Agent Infrastructure Benchmark | Graviton4 Metal

Single-Threaded Performance

Baseline Operations

All measurements taken on a single core. No parallelism, no warm-up, cold-start only.

Operation	Scale	Latency	Throughput
Receipt Generation	10K nodes	2.49 µs/node	401K/sec
DAG Insertion	10K nodes	—	243,727 nodes/sec
DAG Insertion	50K nodes	—	237,923 nodes/sec
DAG Insertion	100K nodes	—	237,777 nodes/sec
Replay	10K-node DAG	2.50 ms avg	400 replays/sec
Root Hash	100 nodes	42.15 µs	—
Root Hash	1K nodes	334.91 µs	—
Root Hash	10K nodes	5.36 ms	—
Root Hash	100K nodes	45.70 ms	—
Subgraph Extraction	10K DAG, 10 sessions	392.33 µs avg	—
Integrity Verification	1K nodes	1.31 ms	—
Integrity Verification	10K nodes	15.90 ms	—
Integrity Verification	100K nodes	166.51 ms	—
Session Lifecycle	1K sessions	28.95 µs/session	34.5K/sec

Parallel Scaling

192-Core Throughput Scaling

Thread count swept from 1 to 192. All operations measured under sustained load.

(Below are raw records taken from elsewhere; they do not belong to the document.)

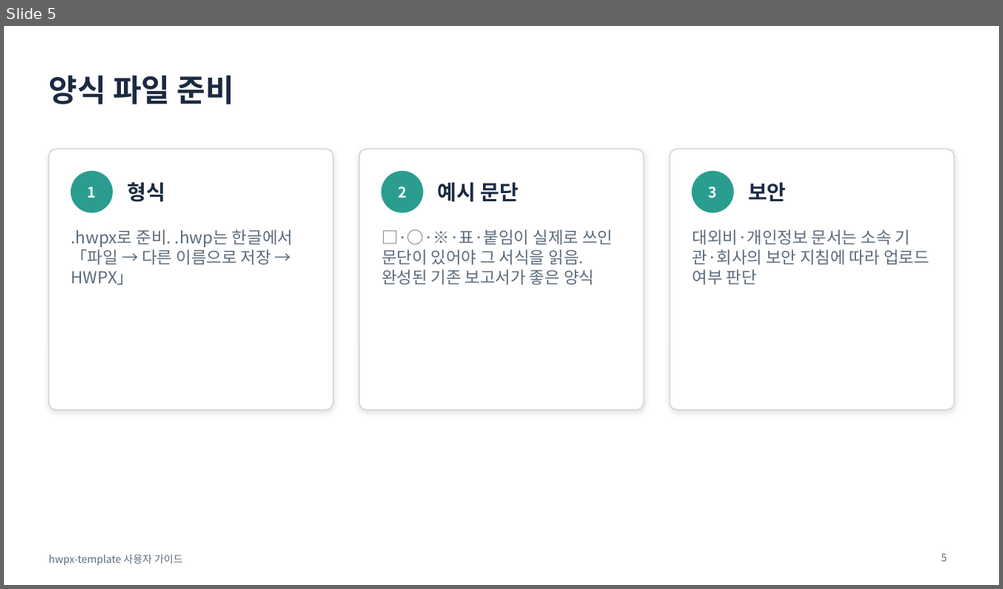
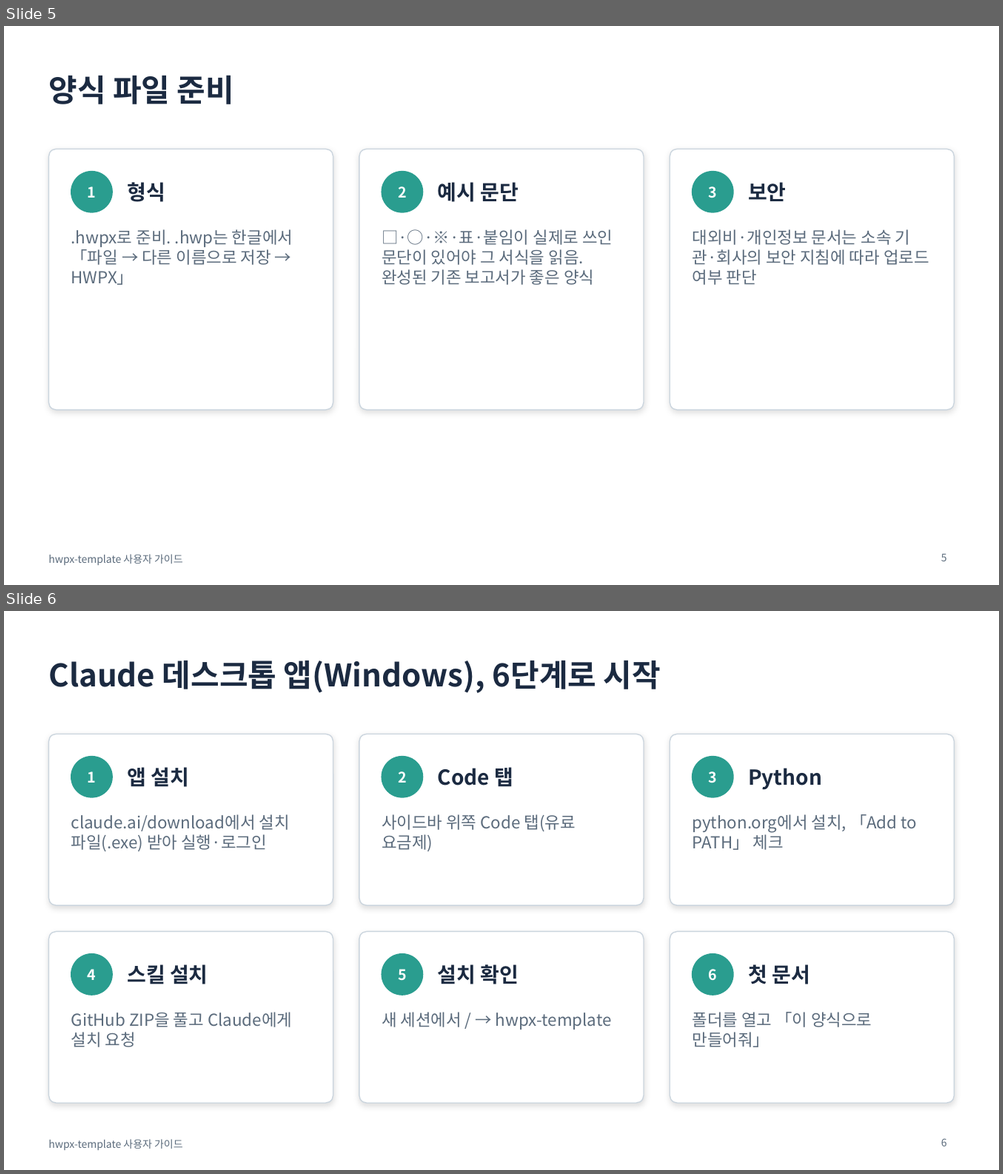
Before and after one commit to emilyJ7/hwpx-template-public, a slide deck: docs/사용자가이드.pptx. Shown one above the other, each under a label of ours: slide 5 before the commit, slides 5 and 6 after it. The pictures are 1003x589 and 1003x1174 pixels, drawn with LibreOffice and Linux fonts; fonts in the diff are those of the drawing. Boxes give left, top, right and bottom in pixels: in the first picture for what was removed or moved away, otherwise in the second. Text is boxed around its words. In the diff, an @@ line names an element or a change of style, - is before the commit and + after.

```diff
--- a/docs/사용자가이드.pptx
+++ b/docs/사용자가이드.pptx
@@ slide 6 added at [4, 611, 999, 1170], background #FFFFFF; not listed: 1 template element that a slide beside it also shows @@
@@ title added at [48, 660, 660, 693], 30 pt, text #1B2A41, bold @@
+Claude 데스크톱 앱(Windows), 6단계로 시작
@@ rounded rectangle added at [48, 734, 333, 906], fill #FFFFFF, outline #CBD5DE 1 pt @@
@@ rounded rectangle added at [359, 734, 643, 906], fill #FFFFFF, outline #CBD5DE 1 pt @@
@@ rounded rectangle added at [669, 734, 954, 906], fill #FFFFFF, outline #CBD5DE 1 pt @@
@@ ellipse added at [71, 757, 112, 797], fill #2A9D8F, outline #2A9D8F 1 pt @@
@@ ellipse added at [381, 757, 423, 797], fill #2A9D8F, outline #2A9D8F 1 pt @@
@@ ellipse added at [692, 757, 733, 797], fill #2A9D8F, outline #2A9D8F 1 pt @@
@@ text added at [88, 772, 96, 783], 14 pt, text #FFFFFF, bold @@
+1
@@ text added at [127, 767, 189, 787], 20 pt, text #1B2A41, bold @@
+앱 설치
@@ text added at [398, 772, 407, 783], 14 pt, text #FFFFFF, bold @@
+2
@@ text added at [438, 767, 513, 787], 20 pt, text #1B2A41, bold @@
+Code 탭
@@ text added at [708, 772, 717, 783], 14 pt, text #FFFFFF, bold @@
+3
@@ text added at [748, 768, 822, 790], 20 pt, text #1B2A41, bold @@
+Python
@@ text added at [71, 815, 290, 851], 16 pt, text #5B6B7C @@
+claude.ai/download에서 설치 파일(.exe) 받아 실행·로그인
@@ text added at [381, 815, 575, 851], 16 pt, text #5B6B7C @@
+사이드바 위쪽 Code 탭(유료 요금제)
@@ text added at [692, 815, 917, 850], 16 pt, text #5B6B7C @@
+python.org에서 설치, 「Add to PATH」 체크
@@ rounded rectangle added at [48, 932, 333, 1103], fill #FFFFFF, outline #CBD5DE 1 pt @@
@@ rounded rectangle added at [359, 932, 643, 1103], fill #FFFFFF, outline #CBD5DE 1 pt @@
@@ rounded rectangle added at [669, 932, 954, 1103], fill #FFFFFF, outline #CBD5DE 1 pt @@
@@ ellipse added at [71, 954, 112, 995], fill #2A9D8F, outline #2A9D8F 1 pt @@
@@ text added at [127, 965, 208, 985], 20 pt, text #1B2A41, bold @@
+스킬 설치
@@ ellipse added at [381, 954, 423, 995], fill #2A9D8F, outline #2A9D8F 1 pt @@
@@ text added at [438, 965, 519, 985], 20 pt, text #1B2A41, bold @@
+설치 확인
@@ ellipse added at [692, 954, 733, 995], fill #2A9D8F, outline #2A9D8F 1 pt @@
@@ text added at [748, 965, 810, 985], 20 pt, text #1B2A41, bold @@
+첫 문서
@@ text added at [88, 969, 96, 980], 14 pt, text #FFFFFF, bold @@
+4
@@ text added at [398, 969, 407, 981], 14 pt, text #FFFFFF, bold @@
+5
@@ text added at [708, 969, 717, 981], 14 pt, text #FFFFFF, bold @@
+6
@@ text added at [71, 1012, 292, 1048], 16 pt, text #5B6B7C @@
+GitHub ZIP을 풀고 Claude에게 설치 요청
@@ text added at [381, 1012, 612, 1030], 16 pt, text #5B6B7C @@
+새 세션에서 / → hwpx-template
@@ text added at [692, 1012, 871, 1048], 16 pt, text #5B6B7C @@
+폴더를 열고 「이 양식으로 만들어줘」
@@ page number added at [941, 1139, 947, 1147], 10 pt, text #5B6B7C @@
+6
```
Also in this commit, not shown: 3 slides changed, 19 other slides added, 23 other files.
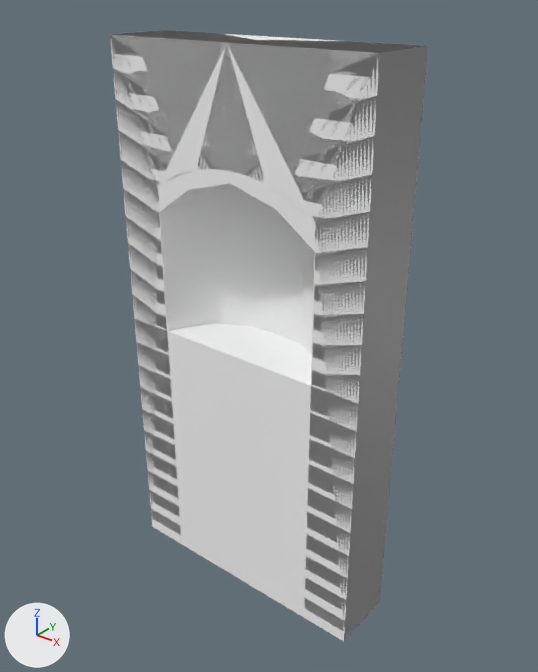
The FBX model Assets/Models/Assets/Modules/Final_Scales/SM_Modules_Wall_v02.fbx, before and after one commit.
The view is the same before and after, from a 50 mm lens placed at (3.01, -3.64, 4.35), pointed at (0.05, 0.07, 2.05). The lights are fixed; the arrows at lower left show +X, +Y and +Z. The first picture is the older version. Where no turn or scale is listed for an object, it has been applied to the vertices.

Script lines for the objects in view, before the commit:
```python
mat_m_modulo_pared = principled_material('M_Modulo_pared')
mat_m_modulo_pared.base_color = (1.0, 1.0, 1.0)  # white #ffffff
me_mesh = bpy.data.meshes.new('Mesh')
me_mesh.from_pydata([(0.0, 0.0, 0.0), (2.0, 0.0, 0.0), (0.0, 0.0, 2.0), (2.0, 0.0, 2.0), (0.0, 0.5, 2.0), (2.0, 0.5, 2.0), (0.0, 0.5, 0.0), (2.0, 0.5, 0.0)], [], [(0, 1, 3, 2), (2, 3, 5, 4), (4, 5, 7, 6), (1, 7, 5, 3), (6, 0, 2, 4)])
me_mesh.materials.append(mat_m_modulo_pared)  # white #ffffff
me_mesh_001 = bpy.data.meshes.new('Mesh.001')
me_mesh_001.from_pydata(...)  # 24 vertices, 26 faces; spans x 0.0..2.0, y 0.0..0.5, z 0.0..4.0
me_mesh_001.materials.append(mat_m_modulo_pared)  # white #ffffff
me_mesh_002 = bpy.data.meshes.new('Mesh.002')
me_mesh_002.from_pydata(...)  # 36 vertices, 36 faces; spans x 0.0..2.0, y 0.0..0.5, z 0.0..4.0
me_mesh_002.materials.append(mat_m_modulo_pared)  # white #ffffff
ob_modulo_pared = bpy.data.objects.new('Modulo_Pared', me_mesh)
ob_modulo_pared.location = (-1.0, -0.25, 0.0)
ob_modulo_pared_atravesable = bpy.data.objects.new('Modulo_Pared_Atravesable', me_mesh_001)
ob_modulo_pared_atravesable.location = (-1.0, -0.25, 0.0)
ob_modulo_pared_interior = bpy.data.objects.new('Modulo_Pared_Interior', me_mesh_002)
ob_modulo_pared_interior.location = (-1.0, -0.25, 0.0)
```
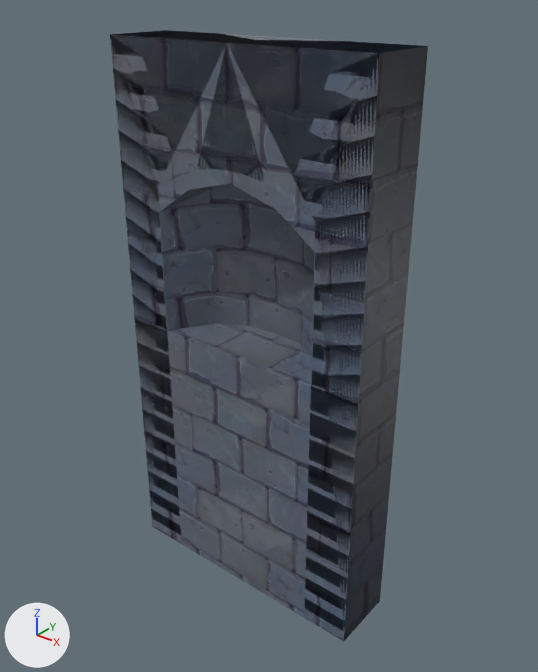
Location of each change, [x1, y1, x2, y2] in pixels of the pictures (538 x 672 px):
'Modulo_Pared_Interior', surface changed (darker): [110, 30, 425, 641] in both
'Modulo_Pared', surface changed (darker): [136, 322, 400, 639] in both
'Modulo_Pared_Atravesable', surface changed (white to grey): [110, 31, 428, 641] in both

What the commit changed:
Picture 'GHIBLI_suelo_diffuse.png' (img_ghibli_suelo_diffuse_png) is new.
In material 'M_Modulo_pared' (mat_m_modulo_pared), base_color is no longer (1.0, 1.0, 1.0), white #ffffff.
In material 'M_Modulo_pared' (mat_m_modulo_pared), texture is now set to img_ghibli_suelo_diffuse_png, with its transparency.

Operation	1 Thread	4	16	64	192	Scaling
Receipt gen	399K/s	1.57M/s	6.29M/s	23.90M/s	24.79M/s	62x
Sessions	33.7K/s	133K/s	514K/s	1.61M/s	2.12M/s	63x
Replays	42.9K/s	100K/s	149K/s	174K/s	—	4x
Verification	440K/s	1.31M/s	2.36M/s	2.37M/s	—	5.4x

Replay and verification scaling is bounded by shared DAG reads. Independent DAG operations (receipts, sessions) scale near-linearly.

Deterministic Replay

Replay Validation

Replay determinism verified across timestamps, concurrency, DAG growth, and insertion ordering.

Replay Determinism Score

100.0%

50-node DAG × 10 timestamps × 100 replays = 50,000 operations

Concurrent Replay

Deterministic

8 threads replaying the same DAG simultaneously

Post-Growth Replay

Deterministic

Replay after DAG growth produces identical output

Every replay produced byte-identical output
Concurrent replay (8 threads): deterministic
Replay after DAG growth: deterministic
Insertion-order independence: verified
Methodology: 50-node DAG × 10 timestamps × 100 replays = 50,000 operations

Adversarial Validation

54 Attack Vectors Tested

Full adversarial test suite covering DAG tampering, replay attacks, session exploitation, and identity forgery.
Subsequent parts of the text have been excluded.